In the past decade, we have seen an increasing number of large-scale bioimage initiatives. These efforts have generated a rich source of histology images, covering a plethora of organs and tissues in the human body, which should ultimately come together to form a reference map of the human body.
Combining massive amounts of imaging data requires harmonization and consensus image analysis pipelines, including segmentation algorithms that perform well on images from diverse sources. This led researchers from the Human Protein Atlas (HPA) and the Human Biomolecular Atlas (HuBMAP) to co-host a community-driven machine learning challenge, called ?Hacking the Human Body ?, on the Kaggle platform. The challenge setup and the results were recently presented in Nature Communications.

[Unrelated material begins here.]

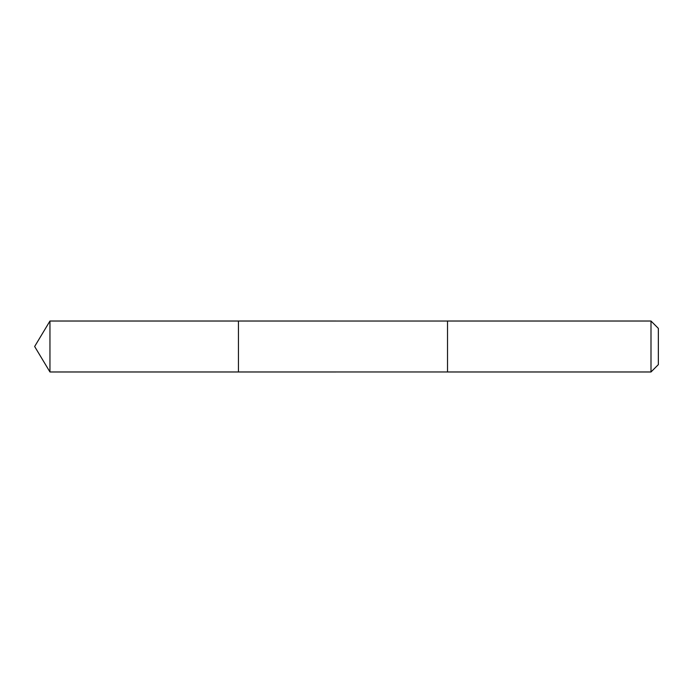 <?xml version="1.0" encoding="UTF-8"?>
<svg xmlns="http://www.w3.org/2000/svg" width="693" height="693" viewBox="0 0 693 693"><rect width="100%" height="100%" fill="white"/><g stroke="black" fill="none" stroke-linecap="round" stroke-linejoin="round"><path stroke-width="1.04" d="M238.453 348.735L238.453 321.024L49.957 321.024L49.957 371.976L238.453 371.976L238.453 321.024L447.522 321.032L447.522 371.968L238.453 371.976L238.453 348.735M447.522 321.024L447.522 371.976L650.996 371.976L650.996 321.024L447.522 321.024M650.996 321.024L658.35 328.378L658.35 364.622L650.996 371.976M238.453 371.976L49.957 371.976L34.65 346.5L49.957 371.976M34.65 346.5L49.957 321.024"/></g></svg>

The competition engaged 1175 teams, bringing together people with various expertise and from 78 countries, who not only competed, but also collaborated and interacted extensively. The challenge focused on segmentation of Functional Tissue Units (FTUs) in five different organs using tissue images from both the HPA and HuBMAP. An FTU is defined as the smallest anatomical structure that performs a unique physiologic function in an organ, such as alveoli in the lung or glomeruli in the kidney. As their structure and composition are often subjected to alterations in human diseases, robust segmentation of FTUs is an important step towards image segmentation tasks in medical settings. The code from the winning models will be productized and deployed in the HuBMAP, but all data and code is also publicly available at GitHub and Zenodo.